1986 Portuguese presidential election

1986 Portuguese presidential election

26 January 1986 (first round)
16 February 1986 (second round)
Turnout75.39% (first round) 9.00pp
77.99% (second round)
 
Candidate Mário Soares Diogo Freitas do
Amaral
Party PS CDS
Supported by:
Popular vote 3,010,756 2,872,064
Percentage 51.18% 48.82%


President before election

António Ramalho Eanes
Independent

Elected President

Mário Soares
PS

Presidential elections were held in Portugal on 26 January 1986, with a second round on 16 February.

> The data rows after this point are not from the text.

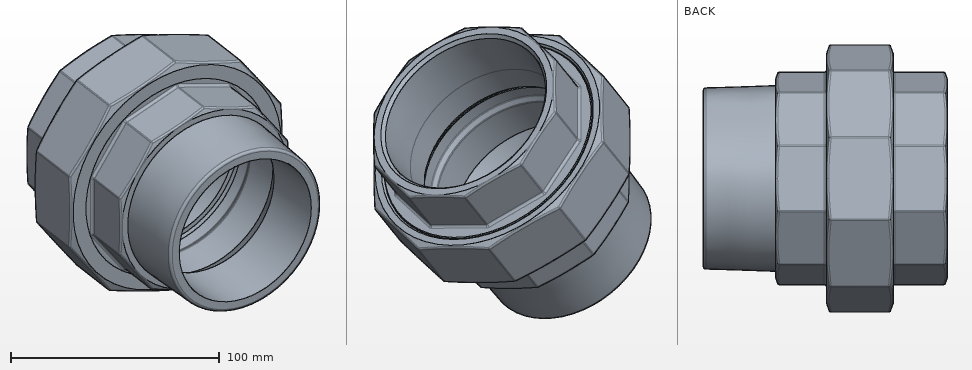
import cadquery as cq
import math


total_length = 117.0
nut_start = 25.9
nut_width = 32.0
nut_end = nut_start + nut_width
socket_grip_length = 26.3
socket_end = 47.4
tail_grip_length = 24.4
tail_grip_end = nut_end + tail_grip_length

tolerance = 0.01

side_count = 10
nut_flats = 122.0
nut_edge_round = 1.0
grip_flats = 97.0
grip_edge_round = 1.0
root_fillet = 1.3

chamfer_angle = 20.0
nut_face_diameter = 119.7
grip_face_diameter = 95.6

mouth_diameter = 88.5
mouth_depth = 1.8
thread_start_diameter = 85.4
socket_bore = 85.0
thread_depth = 28.7

collar_edge_diameter = 110.1
thread_diameter = 111.0
nut_mouth_diameter = 113.0
nut_mouth_depth = 1.0
collar_diameter = 105.0
collar_width = 5.1
shoulder_start = nut_end - collar_width

seal_outer = 104.0
seal_inner = 90.0
seal_start = 44.0

tail_bore = 76.0
relief_diameter = 88.5
relief_end = 54.5
relief_round = 1.3
throat_cone_start = 76.9
bore_cone_angle = 30.0
spigot_root = 89.2
spigot_tip = 86.9
spigot_round = 1.4


def turned(points):
    """Solid of revolution about the X axis from an outline of (x, radius) points."""
    return cq.Workplane("XY").polyline(points).close().revolve(360, (0, 0, 0), (1, 0, 0))


def cylinder(diameter, start, end):
    """Solid cylinder along X."""
    return cq.Workplane("YZ", origin=(start, 0, 0)).circle(diameter / 2).extrude(end - start)


def decagon_bar(flats, start, end):
    """Ten-sided bar along X with one corner straight up."""
    corners = flats / math.cos(math.pi / side_count)
    bar = cq.Workplane("YZ", origin=(start, 0, 0)).polygon(side_count, corners).extrude(end - start)
    return bar.rotate((0, 0, 0), (1, 0, 0), 90)


def chamfer_cone(face_diameter, face, direction, flats):
    """Cone that leaves a round end face on a decagon bar; direction points into the bar."""
    face_radius = face_diameter / 2
    outer_radius = flats
    length = (outer_radius - face_radius) * math.tan(math.radians(chamfer_angle))
    inner_end = face + direction * length
    far_end = face + direction * total_length
    return turned(
        [(face, 0), (face, face_radius), (inner_end, outer_radius), (far_end, outer_radius), (far_end, 0)]
    )


def round_long_edges(bar, radius):
    """Round the corners along X and the curves where the chamfer cone meets the flats."""
    edges = [
        edge
        for edge in bar.edges().vals()
        if edge.geomType() != "CIRCLE" and edge.BoundingBox().xlen > tolerance
    ]
    return bar.newObject(edges).fillet(radius)


def make_nut():
    bar = decagon_bar(nut_flats, nut_start, nut_end)
    bar = bar.intersect(chamfer_cone(nut_face_diameter, nut_start, 1, nut_flats))
    bar = bar.intersect(chamfer_cone(nut_face_diameter, nut_end, -1, nut_flats))
    bar = round_long_edges(bar, nut_edge_round)
    opening = turned(
        [
            (nut_start, 0),
            (nut_start, nut_mouth_diameter / 2),
            (nut_start + nut_mouth_depth, thread_diameter / 2),
            (shoulder_start, thread_diameter / 2),
            (shoulder_start, collar_diameter / 2),
            (nut_end, collar_diameter / 2),
            (nut_end, 0),
        ]
    )
    return bar.cut(opening)


def fillet_root(body, collar_face):
    """Round the inner corner where a decagon meets its collar face, leaving the collar rim sharp."""
    edges = [
        edge
        for edge in body.edges().vals()
        if abs(edge.Center().x - collar_face) < tolerance and edge.BoundingBox().ylen < grip_flats / 2
    ]
    return body.newObject(edges).fillet(root_fillet)


def make_socket():
    bar = decagon_bar(grip_flats, 0, socket_grip_length)
    bar = bar.intersect(chamfer_cone(grip_face_diameter, 0, 1, grip_flats))
    bar = round_long_edges(bar, grip_edge_round)
    threaded_end = cylinder(thread_diameter, socket_grip_length, socket_end)
    threaded_end = threaded_end.faces("<X").edges().chamfer((thread_diameter - collar_edge_diameter) / 2)
    body = bar.union(threaded_end)
    body = fillet_root(body, socket_grip_length)
    bore = turned(
        [
            (0, 0),
            (0, mouth_diameter / 2),
            (mouth_depth, thread_start_diameter / 2),
            (thread_depth, socket_bore / 2),
            (socket_end, socket_bore / 2),
            (socket_end, 0),
        ]
    )
    seal_seat = cylinder(seal_outer, seal_start, socket_end)
    return body.cut(bore).cut(seal_seat)


def make_seal():
    return cylinder(seal_outer, seal_start, socket_end).cut(cylinder(seal_inner, seal_start, socket_end))


def tail_bore_core():
    """Solid that fills the bore of the tail piece."""
    slope = math.tan(math.radians(bore_cone_angle))
    relief_cone_length = (relief_diameter - socket_bore) / 2 / slope
    throat_cone_length = (socket_bore - tail_bore) / 2 / slope
    bore = turned(
        [
            (socket_end, 0),
            (socket_end, relief_diameter / 2),
            (relief_end, relief_diameter / 2),
            (relief_end + relief_cone_length, socket_bore / 2),
            (throat_cone_start, socket_bore / 2),
            (throat_cone_start + throat_cone_length, tail_bore / 2),
            (total_length, tail_bore / 2),
            (total_length, 0),
        ]
    )
    relief_cone_ends = (relief_end, relief_end + relief_cone_length)
    edges = [
        edge
        for edge in bore.edges("%CIRCLE").vals()
        if any(abs(edge.Center().x - end) < tolerance for end in relief_cone_ends)
    ]
    return bore.newObject(edges).fillet(relief_round)


def make_tail():
    bar = decagon_bar(grip_flats, nut_end, tail_grip_end)
    bar = bar.intersect(chamfer_cone(grip_face_diameter, tail_grip_end, -1, grip_flats))
    bar = round_long_edges(bar, grip_edge_round)
    body = bar.union(cylinder(collar_diameter, shoulder_start, nut_end))
    body = fillet_root(body, nut_end)
    flange = cylinder(thread_diameter, socket_end, shoulder_start)
    spigot = turned(
        [
            (nut_end, 0),
            (nut_end, spigot_root / 2),
            (tail_grip_end, spigot_root / 2),
            (total_length, spigot_tip / 2),
            (total_length, 0),
        ]
    )
    spigot = spigot.faces(">X").edges().fillet(spigot_round)
    return body.union(flange).union(spigot).cut(tail_bore_core())


socket = make_socket()
nut = make_nut()
seal = make_seal()
tail = make_tail()

result = cq.Compound.makeCompound([socket.val(), nut.val(), seal.val(), tail.val()])

This was closest presidential election ever held in Portugal and was won by the Socialist Mário Soares, who initially had no more than 8 percent in opinion polls.

The first round was easily won by Freitas do Amaral, supported by all the right-wing parties. Soares advanced to the second round by beating the other two left-wing candidates: the former Prime-Minister Maria de Lourdes Pintasilgo, the first woman to be a candidate for the Portuguese presidency, and Salgado Zenha (supported by outgoing president António Ramalho Eanes, founder of the short-lived Democratic Renewal Party, and by the Portuguese Communist Party, whose candidate, Ângelo Veloso, left the race some days before the poll). Both these candidates supported Soares in the second round.

In the first round, Soares did not achieve the majority of the votes in any district, as the left-wing strongholds in the south of Portugal voted for Zenha due to his support from the Communist Party.

As results for the second round were counted, the urban vote, traditionally more left-wing, overcame the early lead of Freitas do Amaral by fewer than 140,000 votes, and Soares was sworn in as President on 9 March 1986, the first civilian to hold the post (not counting caretakers) in 60 years.

For 40 years this would be the only time a direct Portuguese presidential election was decided in a runoff, until 2026.